• Letter to Editor
  • Pin it

Baja’s business sector is looking up, according to recent reports in the financial pages of Frontera, which reported earlier in the week that Baja’s business dealings with the U.S. and Baja tallied to $33 billion for the year 2012. That figure for Baja alone, says Tijuana’s U.S. consul general Andrew S.E. Erickson, is comparable to the dollar volume of business done between the United States and Brazil for the same year.

Thus, it is not surprising that France, onetime ruler of Mexico, wants to build stronger ties, both culturally and in business relations, with Baja. The big draw, according to consul honorario de francia in Tijuana Fernando Padilla Fitch, is the aerospace sector. French business interests have reportedly invested some $300 to $400 million in the development of aerospace industries in Baja.

Another area of Baja in which the French have shown interest is the wine region of the Valle of Guadalupe, where wine interests from the Champagne-Ardenne region of France reportedly would like to see a champagne industry developed.

Fitch is quoted as saying that French interests want to buy into Baja because California has become too expensive an area in which to do business. Baja, he says, offers attractive investment alternatives.

Fitch also pointed out that the French have had a presence in Baja for hundreds of years and right now some 80,000 persons with French roots are living in Baja, the majority in Tijuana.

  • Letter to Editor
  • Pin it


Visduh Sept. 8, 2013 @ 7:41 p.m.

Beaudeau, do you really believe what you just posted?. France is the "one time ruler of Mexico?" Yeah, sort of, for a couple of years in the 1860's, before the locals kicked their butts out, never to return. 80,000 persons with "French roots" live in Baja? That's so ludicrous that I'm rolling on the floor. Who paid you to put this goofball post in the Reader? And Reader Editor, do you really edit these pieces?


David Dodd Sept. 16, 2013 @ 10:29 a.m.

Well, Beaudeau's correct, at least according to once source. A surprising number, but an accurate one according to the source...

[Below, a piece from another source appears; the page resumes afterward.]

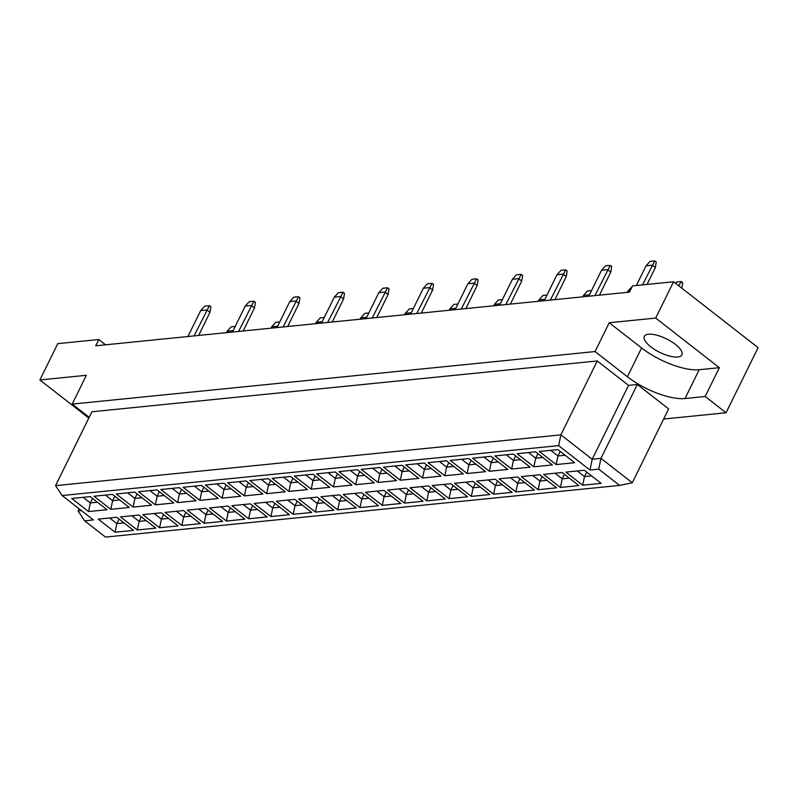 <?xml version="1.0" encoding="UTF-8"?>
<svg xmlns="http://www.w3.org/2000/svg" width="798" height="798" viewBox="0 0 798 798"><rect width="100%" height="100%" fill="white"/><g stroke="black" fill="none" stroke-linecap="round" stroke-linejoin="round"><path stroke-width="1.2" d="M648.505 334.222A20.938 7.531 -153.8 0 0 644.325 336.367A20.938 7.531 -153.8 0 0 655.038 349.753A20.938 7.531 -153.8 0 0 677.721 356.995A20.938 7.531 -153.8 0 0 681.901 354.861A20.938 7.531 -153.8 0 0 671.188 341.474A20.938 7.531 -153.8 0 0 648.505 334.222M105.565 344.796L98.802 339.529L57.765 343.649L39.9 379.968L88.807 418.082M663.647 419.03L726.06 412.756L758.1 347.639L673.562 281.754L632.535 285.884L629.452 292.138L95.72 345.793L98.802 339.529M641.582 347.958A44.878 16.15 -153.8 0 0 699.188 369.713L719.357 367.688L655.697 318.073L609.223 322.741L641.582 347.958L627.408 376.766A44.878 16.15 -153.8 0 0 685.023 398.521L705.183 396.496L726.06 412.756M609.223 322.741L595.059 351.549L72.189 404.097L86.364 375.299L39.9 379.968M595.059 351.549L627.408 376.766M89.177 417.334L72.189 404.097M597.243 360.965L91.92 411.758L55.561 485.643L560.894 434.85L597.243 360.965L628.555 385.374L637.323 384.486L668.634 408.885L632.275 482.77L600.964 458.371L637.323 384.486M719.357 367.688L705.183 396.496M655.697 318.073L673.562 281.754M81.406 510.6L78.104 510.929L79.142 508.825M558.64 445.623L62.084 495.538L93.396 519.937L84.628 520.815L105.496 537.084L619.597 485.413L598.719 469.144L589.951 470.022L558.64 445.623L560.894 434.85L592.196 459.259L628.555 385.374M589.951 470.022L592.196 459.259L600.964 458.371L598.719 469.144M565.872 472.127L584.375 470.261L601.173 483.359L582.68 485.214L565.872 472.127M539.368 451.459L557.862 449.603L574.67 462.7L556.166 464.556L539.368 451.459M543.608 474.361L562.101 472.506L578.909 485.593L560.405 487.458L543.608 474.361M517.094 453.703L535.598 451.838L552.396 464.935L533.902 466.8L517.094 453.703M521.343 476.596L539.837 474.74L556.645 487.837L538.141 489.693L521.343 476.596M494.83 455.937L513.323 454.082L530.131 467.179L511.628 469.034L494.83 455.937M499.069 478.84L517.573 476.975L534.371 490.072L515.877 491.937L499.069 478.84M472.566 458.182L491.059 456.316L507.867 469.414L489.364 471.269L472.566 458.182M476.805 481.074L495.299 479.219L512.107 492.316L493.603 494.171L476.805 481.074M450.291 460.416L468.795 458.561L485.593 471.648L467.099 473.513L450.291 460.416M454.531 483.309L473.034 481.453L489.832 494.551L471.339 496.406L454.531 483.309M428.027 462.65L446.521 460.795L463.329 473.892L444.825 475.748L428.027 462.65M432.267 485.553L450.76 483.688L467.568 496.785L449.065 498.65L432.267 485.553M405.753 464.895L424.257 463.03L441.055 476.127L422.561 477.992L405.753 464.895M410.002 487.787L428.496 485.932L445.304 499.029L426.8 500.885L410.002 487.787M383.489 467.129L401.983 465.274L418.79 478.371L400.287 480.226L383.489 467.129M387.728 490.032L406.232 488.167L423.03 501.264L404.536 503.119L387.728 490.032M361.225 469.364L379.718 467.508L396.526 480.605L378.023 482.461L361.225 469.364M365.464 492.266L383.958 490.411L400.766 503.498L382.262 505.363L365.464 492.266M338.951 471.608L357.454 469.743L374.252 482.84L355.758 484.705L338.951 471.608M343.19 494.501L361.694 492.645L378.491 505.742L359.998 507.598L343.19 494.501M316.686 473.842L335.18 471.987L351.988 485.084L333.484 486.94L316.686 473.842M320.926 496.745L339.419 494.88L356.227 507.977L337.734 509.842L320.926 496.745M294.412 476.087L312.916 474.221L329.714 487.319L311.22 489.174L294.412 476.087M298.661 498.979L317.155 497.124L333.963 510.221L315.459 512.077L298.661 498.979M272.148 478.321L290.642 476.466L307.449 489.553L288.956 491.418L272.148 478.321M276.387 501.224L294.891 499.358L311.689 512.456L293.195 514.311L276.387 501.224M249.884 480.556L268.377 478.7L285.185 491.797L266.682 493.653L249.884 480.556M254.123 503.458L272.617 501.603L289.425 514.69L270.921 516.555L254.123 503.458M227.61 482.8L246.113 480.935L262.911 494.032L244.417 495.897L227.61 482.8M231.849 505.693L250.353 503.837L267.15 516.934L248.657 518.79L231.849 505.693M205.345 485.034L223.839 483.179L240.647 496.276L222.143 498.132L205.345 485.034M209.585 507.937L228.088 506.072L244.886 519.169L226.393 521.034L209.585 507.937M183.071 487.279L201.575 485.413L218.373 498.511L199.879 500.366L183.071 487.279M187.321 510.171L205.814 508.316L222.622 521.413L204.118 523.269L187.321 510.171M160.807 489.513L179.311 487.658L196.108 500.745L177.615 502.61L160.807 489.513M165.046 512.416L183.55 510.55L200.348 523.648L181.854 525.503L165.046 512.416M138.543 491.748L157.036 489.892L173.844 502.989L155.341 504.845L138.543 491.748M142.782 514.65L161.276 512.785L178.084 525.882L159.58 527.747L142.782 514.65M116.269 493.992L134.772 492.127L151.57 505.224L133.076 507.089L116.269 493.992M120.508 516.885L139.012 515.029L155.809 528.126L137.316 529.982L120.508 516.885M94.004 496.226L112.498 494.371L129.306 507.468L110.802 509.324L94.004 496.226M98.244 519.129L116.747 517.264L133.545 530.361L115.052 532.216L98.244 519.129M71.73 498.461L90.234 496.605L107.032 509.703L88.538 511.558L71.73 498.461M92.558 498.421L90.334 502.949L97.446 502.231M83.122 497.324L90.334 502.949L88.538 511.558M119.072 519.079L116.847 523.608L123.959 522.89M109.625 517.982L116.847 523.608L115.052 532.216M114.832 496.186L112.608 500.705L119.72 499.997M105.386 495.079L112.608 500.705L110.802 509.324M141.336 516.845L139.111 521.363L146.224 520.655M131.899 515.747L139.111 521.363L137.316 529.982M137.096 493.942L134.872 498.471L141.984 497.753M127.65 492.845L134.872 498.471L133.076 507.089M163.61 514.6L161.386 519.129L168.498 518.411M154.164 513.503L161.386 519.129L159.58 527.747M159.371 491.708L157.136 496.226L164.258 495.518M149.924 490.61L157.136 496.226L155.341 504.845M185.874 512.366L183.65 516.895L190.762 516.176M176.428 511.269L183.65 516.895L181.854 525.503M181.635 489.463L179.41 493.992L186.523 493.274M172.188 488.366L179.41 493.992L177.615 502.61M208.148 510.131L205.914 514.65L213.036 513.942M198.702 509.024L205.914 514.65L204.118 523.269M203.899 487.229L201.675 491.758L208.787 491.039M194.463 486.132L201.675 491.758L199.879 500.366M230.413 507.887L228.188 512.416L235.3 511.698M220.966 506.79L228.188 512.416L226.393 521.034M226.173 484.994L223.949 489.513L231.061 488.805M216.727 483.887L223.949 489.513L222.143 498.132M252.677 505.653L250.452 510.171L257.564 509.463M243.24 504.555L250.452 510.171L248.657 518.79M248.437 482.75L246.213 487.279L253.325 486.561M238.991 481.653L246.213 487.279L244.417 495.897M274.951 503.408L272.716 507.937L279.839 507.219M265.505 502.311L272.716 507.937L270.921 516.555M270.712 480.516L268.477 485.044L275.599 484.326M261.265 479.418L268.477 485.044L266.682 493.653M297.215 501.174L294.991 505.703L302.103 504.984M287.769 500.077L294.991 505.703L293.195 514.311M292.976 478.281L290.751 482.8L297.863 482.082M283.529 477.174L290.751 482.8L288.956 491.418M319.479 498.94L317.255 503.458L324.377 502.75M310.043 497.832L317.255 503.458L315.459 512.077M315.24 476.037L313.016 480.566L320.128 479.847M305.804 474.94L313.016 480.566L311.22 489.174M341.753 496.695L339.529 501.224L346.641 500.506M332.307 495.598L339.529 501.224L337.734 509.842M337.514 473.803L335.28 478.321L342.402 477.613M328.068 472.705L335.28 478.321L333.484 486.94M364.018 494.461L361.793 498.989L368.905 498.271M354.581 493.364L361.793 498.989L359.998 507.598M359.778 471.558L357.554 476.087L364.666 475.369M350.332 470.461L357.554 476.087L355.758 484.705M386.292 492.226L384.057 496.745L391.18 496.027M376.846 491.119L384.057 496.745L382.262 505.363M382.043 469.324L379.818 473.852L386.94 473.134M372.606 468.226L379.818 473.852L378.023 482.461M408.556 489.982L406.332 494.511L413.444 493.792M399.11 488.885L406.332 494.511L404.536 503.119M404.317 467.089L402.092 471.608L409.204 470.9M394.87 465.982L402.092 471.608L400.287 480.226M430.82 487.748L428.596 492.266L435.718 491.558M421.384 486.65L428.596 492.266L426.8 500.885M426.581 464.845L424.356 469.374L431.469 468.655M417.145 463.748L424.356 469.374L422.561 477.992M453.094 485.503L450.87 490.032L457.982 489.314M443.648 484.406L450.87 490.032L449.065 498.65M448.855 462.611L446.621 467.129L453.743 466.421M439.409 461.513L446.621 467.129L444.825 475.748M475.359 483.269L473.134 487.797L480.246 487.079M465.922 482.172L473.134 487.797L471.339 496.406M471.119 460.366L468.895 464.895L476.007 464.177M461.673 459.269L468.895 464.895L467.099 473.513M497.633 481.034L495.398 485.553L502.521 484.845M488.186 479.927L495.398 485.553L493.603 494.171M493.383 458.132L491.159 462.66L498.271 461.942M483.947 457.035L491.159 462.66L489.364 471.269M519.897 478.79L517.673 483.319L524.785 482.6M510.451 477.693L517.673 483.319L515.877 491.937M515.658 455.897L513.433 460.416L520.545 459.708M506.211 454.79L513.433 460.416L511.628 469.034M542.161 476.556L539.937 481.074L547.049 480.366M532.725 475.458L539.937 481.074L538.141 489.693M537.922 453.653L535.697 458.182L542.81 457.463M528.476 452.556L535.697 458.182L533.902 466.8M564.435 474.311L562.211 478.84L569.323 478.122M554.989 473.214L562.211 478.84L560.405 487.458M560.196 451.419L557.962 455.947L565.084 455.229M550.75 450.321L557.962 455.947L556.166 464.556M586.7 472.077L584.475 476.606L591.587 475.887M577.253 470.98L584.475 476.606L582.68 485.214M78.104 510.929L84.628 520.815M619.597 485.413L632.275 482.77M55.561 485.643L62.084 495.538M233.146 330.651L227.191 331.25L231.191 326.821L235.23 326.412M227.191 331.25L226.502 332.646M198.612 335.449L209.954 312.407L206.822 309.973L200.687 310.582L187.919 336.527M194.054 335.908L209.415 305.684L210.881 306.821L209.954 312.407M200.687 310.582L204.687 306.153L209.415 305.684M277.684 326.173L271.729 326.771L275.729 322.342L279.769 321.933M271.729 326.771L271.041 328.168M322.212 321.694L316.267 322.292L320.267 317.863L324.297 317.454M316.267 322.292L315.579 323.689M366.751 317.215L360.796 317.813L364.806 313.385L368.836 312.986M360.796 317.813L360.117 319.21M411.289 312.746L405.334 313.345L409.334 308.916L413.374 308.507M405.334 313.345L404.646 314.741M455.828 308.267L449.873 308.866L453.872 304.437L457.912 304.028M449.873 308.866L449.184 310.262M500.366 303.789L494.411 304.387L498.411 299.958L502.451 299.549M494.411 304.387L493.723 305.784M544.894 299.31L538.949 299.908L542.949 295.479L546.979 295.08M538.949 299.908L538.261 301.305M243.151 330.971L254.482 307.938L251.36 305.494L245.215 306.113L232.457 332.048M238.592 331.429L253.954 301.205L255.42 302.342L254.482 307.938M245.215 306.113L249.215 301.684L253.954 301.205M287.689 326.492L299.021 303.459L295.888 301.016L289.754 301.634L276.996 327.569M283.13 326.951L298.492 296.726L299.948 297.863L299.021 303.459M289.754 301.634L293.754 297.205L298.492 296.726M332.227 322.023L343.559 298.981L340.427 296.537L334.292 297.155L321.524 323.09M327.669 322.472L343.03 292.248L344.487 293.395L343.559 298.981M334.292 297.155L338.292 292.726L343.03 292.248M376.756 317.544L388.097 294.502L384.965 292.068L378.831 292.676L366.063 318.621M372.197 318.003L387.559 287.779L389.025 288.916L388.097 294.502M378.831 292.676L382.831 288.248L387.559 287.779M421.294 313.065L432.636 290.023L429.504 287.589L423.359 288.208L410.601 314.143M416.736 313.524L432.097 283.3L433.563 284.437L432.636 290.023M423.359 288.208L427.369 283.779L432.097 283.3M465.833 308.587L477.164 285.554L474.032 283.11L467.897 283.729L455.139 309.664M461.274 309.045L476.635 278.821L478.092 279.958L477.164 285.554M467.897 283.729L471.897 279.3L476.635 278.821M510.371 304.108L521.702 281.076L518.57 278.632L512.436 279.25L499.678 305.185M505.812 304.567L521.174 274.342L522.63 275.49L521.702 281.076M512.436 279.25L516.436 274.821L521.174 274.342M589.433 294.831L583.478 295.43L587.488 291.001L591.518 290.602M583.478 295.43L582.789 296.836M630.141 290.741L628.016 290.961L632.225 286.512M628.016 290.961L627.328 292.357M675.477 283.25L676.554 282.053L681.293 281.574L682.749 282.711L681.841 288.208M681.293 281.574L678.739 285.794M554.899 299.639L566.241 276.597L563.109 274.153L556.974 274.771L544.206 300.706M550.351 300.098L565.712 269.874L567.169 271.011L566.241 276.597M556.974 274.771L560.974 270.342L565.712 269.874M599.438 295.16L610.779 272.118L607.647 269.684L601.512 270.303L588.744 296.238M594.879 295.619L610.241 265.395L611.707 266.532L610.779 272.118M601.512 270.303L605.512 265.874L610.241 265.395M647.058 284.417L655.308 267.649L652.185 265.205L646.041 265.824L636.365 285.494M642.5 284.876L654.779 260.916L656.245 262.053L655.308 267.649M646.041 265.824L650.041 261.395L654.779 260.916M699.188 369.713L685.023 398.521"/></g></svg>
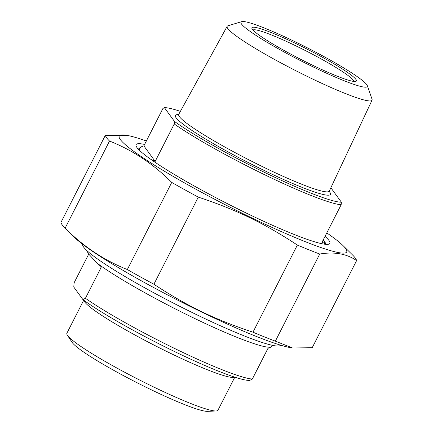 <?xml version="1.0" encoding="UTF-8"?>
<svg xmlns="http://www.w3.org/2000/svg" width="433" height="433" viewBox="0 0 433 433"><rect width="100%" height="100%" fill="white"/><g stroke="black" fill="none" stroke-linecap="round" stroke-linejoin="round"><path stroke-width="0.65" d="M275.356 341.155A140.882 14.413 -153 0 1 252.975 332.181L297.368 245.051A140.882 14.413 27 0 0 319.749 254.025L275.356 341.155L292.546 347.98L290.981 347.721A127.648 13.06 -153 0 1 178.65 300.637A127.648 13.06 -153 0 1 74.525 237.436L65.112 228.159A140.882 14.413 -153 0 1 65.112 228.159A140.882 14.413 -153 0 1 62.233 224.916A140.882 14.413 -153 0 1 60.95 222.438L105.343 135.312A140.882 14.413 27 0 0 106.626 137.786A140.882 14.413 27 0 0 109.517 141.044L65.123 228.169C83.499 246.599 104.239 260.39 127.345 269.543L171.739 182.412A140.882 14.413 27 0 0 198.298 197.118L153.904 284.248A140.882 14.413 -153 0 1 127.345 269.543M292.546 347.98L312.209 347.715L356.603 260.59A140.882 14.413 27 0 0 352.435 254.864A140.882 14.413 27 0 0 352.424 254.858M105.343 135.312L126.566 135.302A127.648 13.06 27 0 0 120.309 139.513A127.648 13.06 27 0 0 255.995 219.932A127.648 13.06 27 0 0 343.023 245.592A127.648 13.06 27 0 0 326.796 232.905M146.37 140.974A127.648 13.06 27 0 0 126.566 135.302M171.739 182.412C153.363 163.983 132.622 150.191 109.517 141.044M297.368 245.051C263.816 223.033 236.58 209.853 198.298 197.118M356.603 260.59C346.681 253.76 334.4 251.573 319.749 254.025M153.904 284.248C187.457 306.261 214.692 319.44 252.975 332.181M139.188 150.056L139.404 148.562C139.978 147.458 141.461 146.565 143.864 145.889L162.938 108.456L164.41 107.633L174.477 121.44L174.245 123.973A104.007 10.641 27 0 0 265.618 175.213A104.007 10.641 27 0 0 341.155 204.728L322.082 242.161C323.673 243.07 324.561 243.351 324.745 243C324.923 242.642 324.393 241.657 323.153 240.055A105.582 10.803 -153 0 1 324.739 241.906A105.582 10.803 -153 0 1 325.746 244.32M137.748 148.53A105.582 10.803 -153 0 1 139.843 147.934M144.6 144.443A108.737 11.123 27 0 0 136.081 145.937A108.737 11.123 27 0 0 227.92 203.932A108.737 11.123 27 0 0 328.82 244.147A108.737 11.123 27 0 0 328.945 240.456A108.737 11.123 27 0 0 325.026 236.375M85.425 298.283L82.93 299.604A100.857 10.316 27 0 0 174.964 351.753A100.857 10.316 27 0 0 249.836 380.358L252.336 379.037A104.007 10.641 -153 0 1 176.799 349.528A104.007 10.641 -153 0 1 85.425 298.283L101.084 267.556L88.094 253.397L87.13 250.826M272.741 345.399L271.118 347.006L267.995 348.311L252.336 379.037M82.93 299.604L73.772 287.036L74.119 282.771L88.689 254.176M83.726 300.188L66.882 333.242A84.781 8.671 27 0 0 67.391 335.234L72.111 342.357A77.22 7.897 27 0 0 150.527 389.424A77.22 7.897 27 0 0 207.515 411.35L216.056 410.982A84.781 8.671 27 0 0 217.967 410.219L234.81 377.17M67.391 335.234A84.781 8.671 27 0 0 153.488 386.907A84.781 8.671 27 0 0 216.056 410.982M82.243 243.968L82.735 245.462A111.097 11.366 27 0 0 176.572 304.718A111.097 11.366 27 0 0 279.664 345.799L281.163 345.323M143.864 145.889L155.171 161.406L150.781 159.317M174.245 123.973L155.171 161.406M341.155 204.728L341.388 202.195L331.321 188.387A102.118 10.446 -153 0 0 330.752 187.982M341.388 202.195A102.118 10.446 -153 0 1 266.225 173.2A102.118 10.446 -153 0 1 174.477 121.44M164.41 107.633A102.118 10.446 -153 0 1 180.388 111.362M241.663 21.65L227.942 25.791A81.317 8.319 27 0 0 227.146 26.343A81.317 8.319 27 0 0 310.196 77.843A81.317 8.319 27 0 0 372.05 100.175A81.317 8.319 27 0 0 372.034 99.206L367.319 85.674A70.915 7.253 -153 0 1 313.395 67.045A70.915 7.253 -153 0 1 241.663 21.65A70.915 7.253 -153 0 1 307.435 47.884A70.915 7.253 -153 0 1 367.319 85.674M252.975 30.012A56.734 5.802 -153 0 1 295.88 45.866A56.734 5.802 -153 0 1 353.902 81.442M311.787 64.842A58.623 5.997 27 0 0 355.818 81.372A58.623 5.997 27 0 0 306.862 49.005A58.623 5.997 27 0 0 251.903 28.426A58.623 5.997 27 0 0 311.787 64.842M95.899 262.236A104.007 10.641 27 0 0 193.026 317.681A104.007 10.641 27 0 0 271.118 347.006M83.894 300.307A84.781 8.671 27 0 0 84.695 301.963A84.781 8.671 27 0 0 170.591 353.35A84.781 8.671 27 0 0 234.61 377.105M178.634 114.664A87.011 8.904 27 0 0 176.101 117.76A87.011 8.904 27 0 0 265.959 171.316A87.011 8.904 27 0 0 329.112 191.337M329.172 191.949L329.296 191.083A84.489 8.644 -153 0 1 257.689 164.28A84.489 8.644 -153 0 1 179.43 116.672A84.489 8.644 -153 0 1 178.737 114.366L178.104 114.972M343.023 245.592L352.435 254.864M227.146 26.343L178.737 114.366M372.05 100.175L329.296 191.083M139.404 148.562L138.825 149.694M324.745 243L324.171 244.131"/></g></svg>

It's in the second block, under "Su llegada". I doubt you'll need to translate it, it's likely pretty easy to figure out. Also, Max was emperor for three years, which lasted a lot longer than most Mexican Presidents did before that era. It's also interesting to note that the Mexican aristocracy (who were quite powerful at the time), had approached Maximilian a full five years prior to assuming the role to try and persuade him to take the position of Emperor. I think there's a lot more there than you're letting on about.